MS, Applied Physics, Johns Hopkins University
A native of Atlanta, John attended Duke University, where he majored in physics. During his senior year, John created and taught “Physics for Pyros,” a class for nonscience majors that presented physics through exciting demonstrations and projects.
John spent the first eight years of his teaching career at St. Andrew’s, where he served as a physics, math and computer science teacher, corridor parent for III Form boys, advisor to the Cardinal, and college counselor. In his summers, John participated in the Klingenstein Summer Institute for young faculty, and was part of the Gravity Probe B research team, a scientific collaboration between NASA and Stanford that built a spacecraft to test Einstein’s General Theory of Relativity using gyroscopes orbiting the Earth. John went on to earn a master’s degree in applied physics from Johns Hopkins University, and taught physics at Sidwell Friends School in Washington, D.C., and later, at The Westminster Schools in Atlanta.
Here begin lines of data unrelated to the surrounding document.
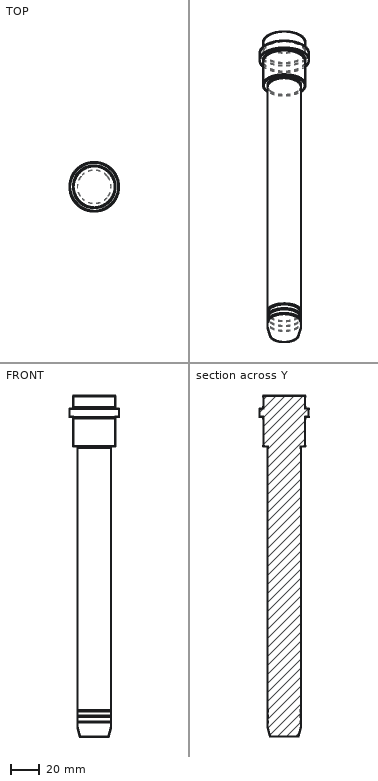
import cadquery as cq
import math

total_length = 241.0
shaft_diameter = 24.0
shoulder_diameter = 30.0
collar_diameter = 35.0

head_length = 9.0
collar_thickness = 6.0
shoulder_length = 21.0
collar_top = total_length - head_length
collar_bottom = collar_top - collar_thickness
shoulder_bottom = collar_bottom - shoulder_length

collar_edge_chamfer = 0.5
shoulder_edge_chamfer = 0.5
head_edge_chamfer = 0.5

relief_width = 1.0
relief_depth = 0.3

lead_length = 7.0
lead_angle = 15.0
lead_tip_radius = 0.5

groove_count = 3
groove_pitch = 4.0
first_groove_height = 10.0
groove_width = 1.0
groove_depth = 0.3


def cylinder(diameter, bottom, top):
    """Solid cylinder on the pin axis between two heights."""
    return cq.Workplane("XY").workplane(offset=bottom).circle(diameter / 2).extrude(top - bottom)


def notch_cutter(diameter, depth, bottom, width):
    """Ring that notches a cylinder with a flat floor between 45 degree walls."""
    radius = diameter / 2
    top = bottom + width
    notch = [
        (radius, bottom),
        (radius - depth, bottom + depth),
        (radius - depth, top - depth),
        (radius, top),
    ]
    return cq.Workplane("XZ").polyline(notch).close().revolve(360, (0, 0, 0), (0, 1, 0))


def make_shaft():
    """Long shaft with a tapered, rounded lead-in at its lower end."""
    shaft = cylinder(shaft_diameter, lead_length, shoulder_bottom)
    tip_diameter = shaft_diameter - 2 * lead_length * math.tan(math.radians(lead_angle))
    lead = (
        cq.Workplane("XY")
        .circle(tip_diameter / 2)
        .workplane(offset=lead_length)
        .circle(shaft_diameter / 2)
        .loft(ruled=True)
        .faces("<Z")
        .edges()
        .fillet(lead_tip_radius)
    )
    return shaft.union(lead)


def make_shoulder():
    """Thick upper section, chamfered at both ends."""
    shoulder = cylinder(shoulder_diameter, shoulder_bottom, total_length)
    shoulder = shoulder.faces("<Z").edges().chamfer(shoulder_edge_chamfer)
    return shoulder.faces(">Z").edges().chamfer(head_edge_chamfer)


def make_collar():
    """Locating collar with a chamfered upper rim."""
    collar = cylinder(collar_diameter, collar_bottom, collar_top)
    return collar.faces(">Z").edges().chamfer(collar_edge_chamfer)


def cut_reliefs(pin):
    """Reliefs above the collar, below the collar and below the shoulder."""
    relief_places = [
        (shoulder_diameter, collar_top),
        (shoulder_diameter, collar_bottom - relief_width),
        (shaft_diameter, shoulder_bottom - relief_width),
    ]
    for diameter, bottom in relief_places:
        pin = pin.cut(notch_cutter(diameter, relief_depth, bottom, relief_width))
    return pin


def cut_oil_grooves(pin):
    """Evenly spaced oil grooves around the lower shaft."""
    for index in range(groove_count):
        bottom = first_groove_height + index * groove_pitch
        pin = pin.cut(notch_cutter(shaft_diameter, groove_depth, bottom, groove_width))
    return pin


pin = make_shaft().union(make_shoulder()).union(make_collar())
pin = cut_reliefs(pin)
result = cut_oil_grooves(pin)

John maintains a teaching blog, quantumprogress.wordpress.com, and helped to start the Global Physics Department, a collaboration of physics teachers and professors from around the world that gathers virtually every week to discuss physics teaching. In his spare time, John enjoys photography, hiking, biking and reading. John lives in a house across the gully with his wife, Diana, and their daughters, Maddie and Ada.